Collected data
******
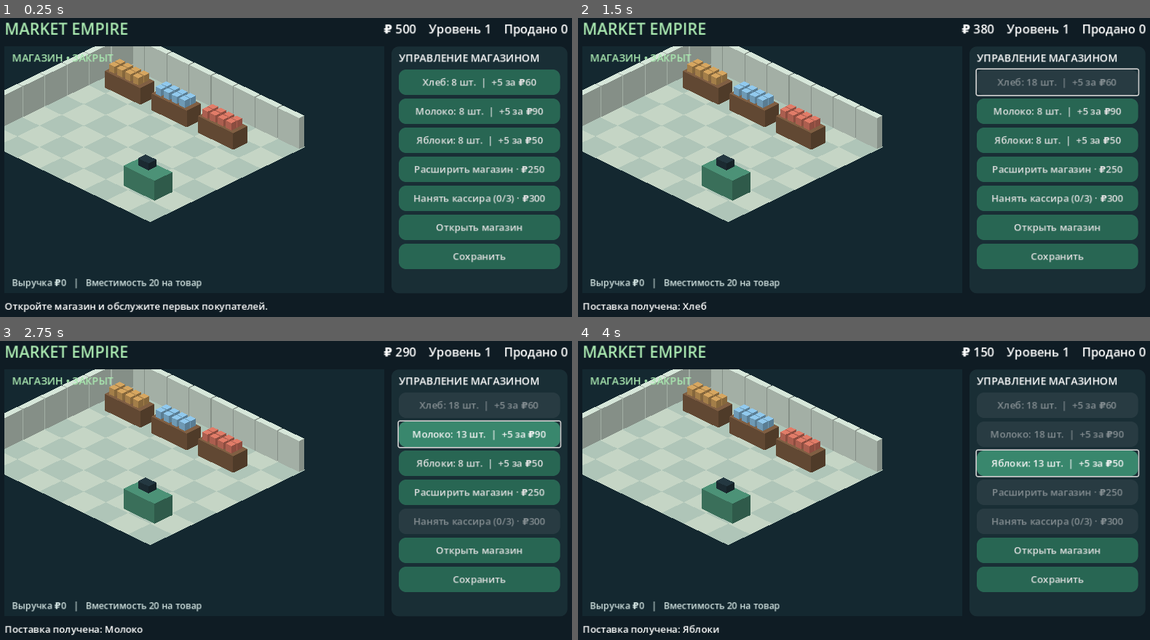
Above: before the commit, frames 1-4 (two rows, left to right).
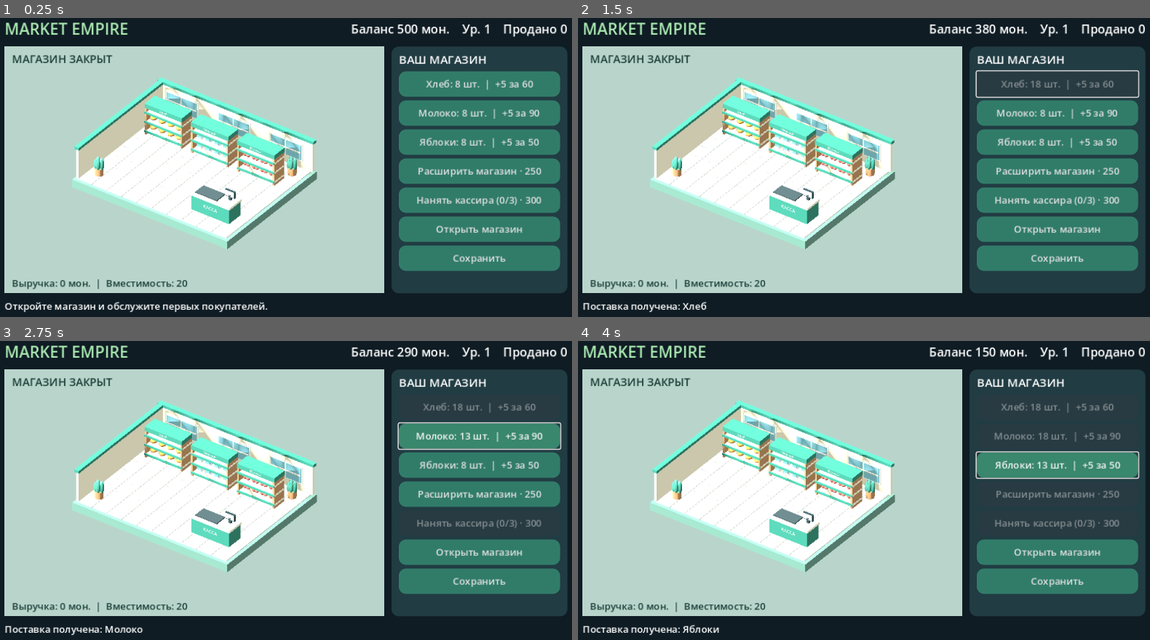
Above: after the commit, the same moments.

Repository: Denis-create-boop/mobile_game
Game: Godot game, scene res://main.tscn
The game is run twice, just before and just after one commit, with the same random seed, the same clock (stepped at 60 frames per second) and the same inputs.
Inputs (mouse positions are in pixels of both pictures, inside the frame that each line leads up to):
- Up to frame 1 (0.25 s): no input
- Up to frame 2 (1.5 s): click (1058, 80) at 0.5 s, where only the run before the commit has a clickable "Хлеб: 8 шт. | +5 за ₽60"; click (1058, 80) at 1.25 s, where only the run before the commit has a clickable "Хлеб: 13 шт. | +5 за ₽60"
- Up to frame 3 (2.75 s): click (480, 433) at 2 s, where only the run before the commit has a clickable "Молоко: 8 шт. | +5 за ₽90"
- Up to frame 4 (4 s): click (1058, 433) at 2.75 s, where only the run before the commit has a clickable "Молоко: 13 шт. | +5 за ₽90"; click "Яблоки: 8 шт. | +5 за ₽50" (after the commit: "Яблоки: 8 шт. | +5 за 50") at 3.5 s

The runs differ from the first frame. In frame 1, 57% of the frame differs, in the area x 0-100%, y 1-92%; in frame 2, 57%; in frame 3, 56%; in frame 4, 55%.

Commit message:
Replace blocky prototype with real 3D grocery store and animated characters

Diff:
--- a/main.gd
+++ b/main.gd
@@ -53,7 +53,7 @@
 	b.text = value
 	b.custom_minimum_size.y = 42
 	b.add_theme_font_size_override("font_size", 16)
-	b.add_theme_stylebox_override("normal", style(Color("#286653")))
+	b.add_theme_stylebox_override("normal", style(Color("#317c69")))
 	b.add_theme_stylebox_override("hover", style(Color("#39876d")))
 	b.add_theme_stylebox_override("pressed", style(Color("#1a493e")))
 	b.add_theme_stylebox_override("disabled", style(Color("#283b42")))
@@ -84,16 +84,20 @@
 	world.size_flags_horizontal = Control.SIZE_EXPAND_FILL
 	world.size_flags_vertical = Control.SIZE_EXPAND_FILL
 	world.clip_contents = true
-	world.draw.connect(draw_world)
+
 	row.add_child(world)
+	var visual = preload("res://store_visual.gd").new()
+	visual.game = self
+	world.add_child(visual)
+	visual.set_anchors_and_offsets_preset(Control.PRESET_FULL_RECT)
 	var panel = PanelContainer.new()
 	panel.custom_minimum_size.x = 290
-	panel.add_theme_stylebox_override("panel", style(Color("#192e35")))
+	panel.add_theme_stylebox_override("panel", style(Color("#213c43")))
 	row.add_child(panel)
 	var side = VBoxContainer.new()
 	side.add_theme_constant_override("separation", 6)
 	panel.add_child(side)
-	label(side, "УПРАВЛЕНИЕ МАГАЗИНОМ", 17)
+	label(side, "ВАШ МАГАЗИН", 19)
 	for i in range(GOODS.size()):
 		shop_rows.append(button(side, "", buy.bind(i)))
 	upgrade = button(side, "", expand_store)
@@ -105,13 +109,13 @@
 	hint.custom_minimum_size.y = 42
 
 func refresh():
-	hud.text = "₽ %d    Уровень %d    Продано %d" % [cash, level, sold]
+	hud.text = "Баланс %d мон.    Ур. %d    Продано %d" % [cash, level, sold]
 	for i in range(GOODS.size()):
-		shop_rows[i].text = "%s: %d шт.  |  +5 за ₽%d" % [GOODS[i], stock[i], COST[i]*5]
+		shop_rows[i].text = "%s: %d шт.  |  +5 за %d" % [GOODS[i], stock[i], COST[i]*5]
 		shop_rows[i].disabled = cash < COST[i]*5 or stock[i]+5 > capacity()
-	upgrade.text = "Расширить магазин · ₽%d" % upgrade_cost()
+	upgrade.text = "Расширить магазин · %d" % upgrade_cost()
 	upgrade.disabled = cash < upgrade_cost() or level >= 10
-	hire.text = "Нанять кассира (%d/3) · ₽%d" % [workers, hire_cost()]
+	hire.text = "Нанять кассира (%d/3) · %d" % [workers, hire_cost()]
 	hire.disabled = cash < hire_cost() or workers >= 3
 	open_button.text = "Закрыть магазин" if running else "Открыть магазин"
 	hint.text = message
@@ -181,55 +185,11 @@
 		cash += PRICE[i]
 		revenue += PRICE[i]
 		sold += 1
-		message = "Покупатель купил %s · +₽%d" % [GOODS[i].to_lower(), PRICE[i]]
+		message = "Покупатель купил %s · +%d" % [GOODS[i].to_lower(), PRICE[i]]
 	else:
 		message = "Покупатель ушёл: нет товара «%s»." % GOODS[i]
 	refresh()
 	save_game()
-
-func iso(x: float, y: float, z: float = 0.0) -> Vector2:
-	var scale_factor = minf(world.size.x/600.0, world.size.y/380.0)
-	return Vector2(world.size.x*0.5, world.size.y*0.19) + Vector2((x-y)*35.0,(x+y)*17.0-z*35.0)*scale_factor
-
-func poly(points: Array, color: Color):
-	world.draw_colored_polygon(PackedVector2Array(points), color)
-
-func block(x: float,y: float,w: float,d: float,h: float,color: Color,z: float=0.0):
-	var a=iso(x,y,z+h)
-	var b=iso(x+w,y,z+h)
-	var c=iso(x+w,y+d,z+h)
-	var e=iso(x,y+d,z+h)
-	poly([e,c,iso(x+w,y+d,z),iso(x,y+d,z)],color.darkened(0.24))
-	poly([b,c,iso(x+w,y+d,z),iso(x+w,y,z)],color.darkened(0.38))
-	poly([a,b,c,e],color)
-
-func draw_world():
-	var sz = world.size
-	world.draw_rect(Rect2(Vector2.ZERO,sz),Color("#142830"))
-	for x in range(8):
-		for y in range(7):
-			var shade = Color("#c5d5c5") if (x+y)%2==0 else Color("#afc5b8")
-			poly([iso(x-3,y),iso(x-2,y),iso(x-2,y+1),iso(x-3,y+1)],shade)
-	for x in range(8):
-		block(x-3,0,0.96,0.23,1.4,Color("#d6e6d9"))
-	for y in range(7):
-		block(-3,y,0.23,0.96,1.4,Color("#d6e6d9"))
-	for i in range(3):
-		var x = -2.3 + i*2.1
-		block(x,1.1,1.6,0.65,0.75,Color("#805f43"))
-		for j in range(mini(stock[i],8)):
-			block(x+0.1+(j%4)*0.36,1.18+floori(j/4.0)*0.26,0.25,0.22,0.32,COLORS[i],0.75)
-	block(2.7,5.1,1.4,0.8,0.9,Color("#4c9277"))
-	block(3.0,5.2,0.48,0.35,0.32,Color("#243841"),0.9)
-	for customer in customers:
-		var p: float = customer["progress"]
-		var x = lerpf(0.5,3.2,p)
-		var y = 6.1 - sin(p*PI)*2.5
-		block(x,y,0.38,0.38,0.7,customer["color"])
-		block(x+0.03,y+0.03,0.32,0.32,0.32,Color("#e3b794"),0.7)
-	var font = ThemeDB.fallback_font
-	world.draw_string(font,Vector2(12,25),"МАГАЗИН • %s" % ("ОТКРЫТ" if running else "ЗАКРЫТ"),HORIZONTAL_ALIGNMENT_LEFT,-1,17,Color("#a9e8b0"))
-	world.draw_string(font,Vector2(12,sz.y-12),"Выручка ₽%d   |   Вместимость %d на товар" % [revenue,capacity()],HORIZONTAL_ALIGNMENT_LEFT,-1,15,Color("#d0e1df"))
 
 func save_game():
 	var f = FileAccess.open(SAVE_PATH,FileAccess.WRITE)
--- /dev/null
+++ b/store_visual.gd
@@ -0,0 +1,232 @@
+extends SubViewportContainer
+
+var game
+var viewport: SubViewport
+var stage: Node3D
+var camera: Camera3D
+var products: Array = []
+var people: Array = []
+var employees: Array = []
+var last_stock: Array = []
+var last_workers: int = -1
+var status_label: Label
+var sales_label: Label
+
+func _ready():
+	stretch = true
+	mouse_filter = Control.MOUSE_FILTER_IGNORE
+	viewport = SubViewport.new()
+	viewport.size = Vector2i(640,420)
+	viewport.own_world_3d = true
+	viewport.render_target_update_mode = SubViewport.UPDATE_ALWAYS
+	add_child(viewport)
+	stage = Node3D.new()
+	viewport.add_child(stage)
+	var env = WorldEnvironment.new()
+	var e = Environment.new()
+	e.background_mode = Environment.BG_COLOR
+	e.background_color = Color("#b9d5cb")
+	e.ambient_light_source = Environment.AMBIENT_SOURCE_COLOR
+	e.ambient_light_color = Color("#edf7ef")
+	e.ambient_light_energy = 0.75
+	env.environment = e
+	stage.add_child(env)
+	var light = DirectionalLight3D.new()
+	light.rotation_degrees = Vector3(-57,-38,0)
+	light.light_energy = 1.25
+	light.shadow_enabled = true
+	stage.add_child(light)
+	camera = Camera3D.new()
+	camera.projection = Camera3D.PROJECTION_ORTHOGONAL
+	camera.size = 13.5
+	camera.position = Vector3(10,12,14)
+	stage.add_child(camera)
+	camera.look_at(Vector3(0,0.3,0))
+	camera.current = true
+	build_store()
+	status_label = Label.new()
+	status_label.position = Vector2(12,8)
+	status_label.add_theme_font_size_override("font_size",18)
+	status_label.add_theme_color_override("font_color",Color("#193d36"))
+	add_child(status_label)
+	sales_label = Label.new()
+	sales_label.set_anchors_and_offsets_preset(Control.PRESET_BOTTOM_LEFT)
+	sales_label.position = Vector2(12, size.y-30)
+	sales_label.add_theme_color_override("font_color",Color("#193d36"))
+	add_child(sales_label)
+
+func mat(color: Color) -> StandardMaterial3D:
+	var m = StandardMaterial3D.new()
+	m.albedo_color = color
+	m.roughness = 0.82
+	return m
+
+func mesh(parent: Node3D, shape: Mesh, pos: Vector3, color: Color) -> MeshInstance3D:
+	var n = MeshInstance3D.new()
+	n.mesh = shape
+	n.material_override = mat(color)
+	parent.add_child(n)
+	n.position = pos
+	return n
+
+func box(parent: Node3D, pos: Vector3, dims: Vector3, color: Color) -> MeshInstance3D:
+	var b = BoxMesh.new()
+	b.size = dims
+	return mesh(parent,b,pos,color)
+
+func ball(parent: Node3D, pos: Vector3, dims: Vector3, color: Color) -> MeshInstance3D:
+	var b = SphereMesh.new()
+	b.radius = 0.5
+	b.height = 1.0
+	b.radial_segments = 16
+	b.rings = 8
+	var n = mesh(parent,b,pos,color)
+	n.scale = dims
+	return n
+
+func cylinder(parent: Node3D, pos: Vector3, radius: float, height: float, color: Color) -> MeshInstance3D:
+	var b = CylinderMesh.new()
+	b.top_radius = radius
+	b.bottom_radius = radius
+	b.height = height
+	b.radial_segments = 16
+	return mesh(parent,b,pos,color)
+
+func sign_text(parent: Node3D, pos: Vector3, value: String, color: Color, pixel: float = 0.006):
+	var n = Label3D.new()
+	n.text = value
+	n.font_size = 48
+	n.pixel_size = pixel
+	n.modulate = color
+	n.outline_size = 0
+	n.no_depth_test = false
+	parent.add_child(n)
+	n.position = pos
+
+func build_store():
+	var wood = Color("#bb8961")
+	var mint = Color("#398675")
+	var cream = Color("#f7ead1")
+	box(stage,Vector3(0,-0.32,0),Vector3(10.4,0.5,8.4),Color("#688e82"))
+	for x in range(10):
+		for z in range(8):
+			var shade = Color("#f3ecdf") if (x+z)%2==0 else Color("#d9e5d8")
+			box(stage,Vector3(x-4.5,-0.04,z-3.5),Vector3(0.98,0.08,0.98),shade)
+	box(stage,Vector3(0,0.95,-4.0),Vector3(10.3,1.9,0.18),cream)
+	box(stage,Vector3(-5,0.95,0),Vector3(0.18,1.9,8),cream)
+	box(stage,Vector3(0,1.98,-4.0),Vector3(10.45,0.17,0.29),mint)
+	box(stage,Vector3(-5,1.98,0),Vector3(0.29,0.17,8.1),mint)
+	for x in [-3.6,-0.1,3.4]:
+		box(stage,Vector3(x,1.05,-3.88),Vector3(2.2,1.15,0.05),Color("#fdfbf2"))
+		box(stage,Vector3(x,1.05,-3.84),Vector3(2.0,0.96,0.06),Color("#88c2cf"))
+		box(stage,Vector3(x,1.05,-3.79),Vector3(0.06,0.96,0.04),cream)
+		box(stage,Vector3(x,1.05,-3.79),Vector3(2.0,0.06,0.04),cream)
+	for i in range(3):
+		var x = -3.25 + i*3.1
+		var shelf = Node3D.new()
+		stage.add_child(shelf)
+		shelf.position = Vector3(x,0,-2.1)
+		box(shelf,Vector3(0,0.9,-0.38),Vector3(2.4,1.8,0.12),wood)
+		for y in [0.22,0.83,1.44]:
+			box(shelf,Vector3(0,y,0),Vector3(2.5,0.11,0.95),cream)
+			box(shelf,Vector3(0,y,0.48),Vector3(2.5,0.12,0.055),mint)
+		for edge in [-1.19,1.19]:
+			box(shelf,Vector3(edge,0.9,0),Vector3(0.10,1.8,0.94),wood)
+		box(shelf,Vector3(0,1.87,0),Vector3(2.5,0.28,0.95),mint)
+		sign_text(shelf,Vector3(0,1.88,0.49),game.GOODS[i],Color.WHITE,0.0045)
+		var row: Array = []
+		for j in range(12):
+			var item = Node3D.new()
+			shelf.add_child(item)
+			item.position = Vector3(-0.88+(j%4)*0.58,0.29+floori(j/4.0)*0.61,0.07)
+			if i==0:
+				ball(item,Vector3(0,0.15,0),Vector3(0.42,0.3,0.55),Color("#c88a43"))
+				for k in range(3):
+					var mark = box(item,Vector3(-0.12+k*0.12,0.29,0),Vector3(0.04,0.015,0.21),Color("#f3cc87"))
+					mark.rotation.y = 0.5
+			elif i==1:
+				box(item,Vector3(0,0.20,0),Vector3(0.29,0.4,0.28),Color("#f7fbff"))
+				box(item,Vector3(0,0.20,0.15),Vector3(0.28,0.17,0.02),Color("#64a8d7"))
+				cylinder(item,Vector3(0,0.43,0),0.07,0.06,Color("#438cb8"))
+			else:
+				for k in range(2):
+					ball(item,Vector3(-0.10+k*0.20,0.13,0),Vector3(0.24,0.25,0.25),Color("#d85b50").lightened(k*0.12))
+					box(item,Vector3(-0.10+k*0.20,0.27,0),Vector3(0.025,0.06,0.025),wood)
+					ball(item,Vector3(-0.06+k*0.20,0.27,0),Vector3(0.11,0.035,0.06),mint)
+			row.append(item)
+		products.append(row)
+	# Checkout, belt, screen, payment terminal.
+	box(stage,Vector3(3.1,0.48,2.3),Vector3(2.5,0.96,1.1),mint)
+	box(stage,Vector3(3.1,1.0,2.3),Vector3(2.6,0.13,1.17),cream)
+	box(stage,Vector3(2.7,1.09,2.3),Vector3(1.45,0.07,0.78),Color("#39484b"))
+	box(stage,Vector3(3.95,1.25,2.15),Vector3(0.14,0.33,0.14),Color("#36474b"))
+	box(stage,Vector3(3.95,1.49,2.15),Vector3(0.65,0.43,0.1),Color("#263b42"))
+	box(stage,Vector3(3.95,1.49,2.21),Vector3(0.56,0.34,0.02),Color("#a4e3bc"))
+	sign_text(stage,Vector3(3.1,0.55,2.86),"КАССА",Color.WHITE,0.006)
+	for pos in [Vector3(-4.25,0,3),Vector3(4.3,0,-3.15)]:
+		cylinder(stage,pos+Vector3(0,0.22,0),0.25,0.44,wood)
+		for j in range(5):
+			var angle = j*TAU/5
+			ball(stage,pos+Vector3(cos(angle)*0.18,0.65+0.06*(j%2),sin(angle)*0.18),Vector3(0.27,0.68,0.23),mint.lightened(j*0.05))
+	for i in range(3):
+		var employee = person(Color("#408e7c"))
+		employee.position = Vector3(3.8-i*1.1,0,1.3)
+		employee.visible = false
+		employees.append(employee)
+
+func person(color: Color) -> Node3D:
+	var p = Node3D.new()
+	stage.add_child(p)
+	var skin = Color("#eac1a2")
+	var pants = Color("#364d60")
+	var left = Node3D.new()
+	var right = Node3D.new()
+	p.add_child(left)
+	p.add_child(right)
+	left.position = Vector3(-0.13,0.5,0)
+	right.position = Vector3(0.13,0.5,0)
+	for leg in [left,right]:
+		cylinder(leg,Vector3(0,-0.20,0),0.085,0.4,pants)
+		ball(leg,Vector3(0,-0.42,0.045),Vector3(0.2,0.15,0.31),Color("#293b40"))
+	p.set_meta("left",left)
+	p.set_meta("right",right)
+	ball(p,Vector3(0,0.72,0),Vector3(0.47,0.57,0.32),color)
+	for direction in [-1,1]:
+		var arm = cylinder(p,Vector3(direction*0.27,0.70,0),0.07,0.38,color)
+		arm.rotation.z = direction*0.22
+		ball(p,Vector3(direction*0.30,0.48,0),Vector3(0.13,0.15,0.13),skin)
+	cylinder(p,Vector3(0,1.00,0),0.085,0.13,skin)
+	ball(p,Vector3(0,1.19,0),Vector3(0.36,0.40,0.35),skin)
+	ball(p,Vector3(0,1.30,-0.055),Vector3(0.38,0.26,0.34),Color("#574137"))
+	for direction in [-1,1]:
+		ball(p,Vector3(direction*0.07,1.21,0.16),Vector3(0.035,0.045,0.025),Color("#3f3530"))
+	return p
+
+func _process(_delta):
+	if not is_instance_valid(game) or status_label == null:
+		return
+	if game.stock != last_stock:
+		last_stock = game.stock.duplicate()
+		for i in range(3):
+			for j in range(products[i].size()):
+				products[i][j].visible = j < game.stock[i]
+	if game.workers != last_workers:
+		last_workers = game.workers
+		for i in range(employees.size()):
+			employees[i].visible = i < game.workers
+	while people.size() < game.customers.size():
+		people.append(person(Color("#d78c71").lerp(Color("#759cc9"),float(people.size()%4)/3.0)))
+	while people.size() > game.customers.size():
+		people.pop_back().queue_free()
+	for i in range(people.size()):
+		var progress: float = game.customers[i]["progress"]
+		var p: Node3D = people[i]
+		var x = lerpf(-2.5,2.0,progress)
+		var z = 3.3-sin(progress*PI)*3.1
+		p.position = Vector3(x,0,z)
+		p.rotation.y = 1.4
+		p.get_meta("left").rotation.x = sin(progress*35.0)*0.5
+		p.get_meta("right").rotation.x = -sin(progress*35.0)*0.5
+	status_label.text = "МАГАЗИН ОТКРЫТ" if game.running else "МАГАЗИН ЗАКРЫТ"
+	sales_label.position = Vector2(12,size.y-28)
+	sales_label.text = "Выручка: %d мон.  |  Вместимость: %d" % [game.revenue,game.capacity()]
******
Exercise objective: Within the records, filter for lines that contain the word "panel" and show each one.

Answer to the problem:
 	var panel = PanelContainer.new()
 	panel.custom_minimum_size.x = 290
-	panel.add_theme_stylebox_override("panel", style(Color("#192e35")))
+	panel.add_theme_stylebox_override("panel", style(Color("#213c43")))
 	row.add_child(panel)
 	panel.add_child(side)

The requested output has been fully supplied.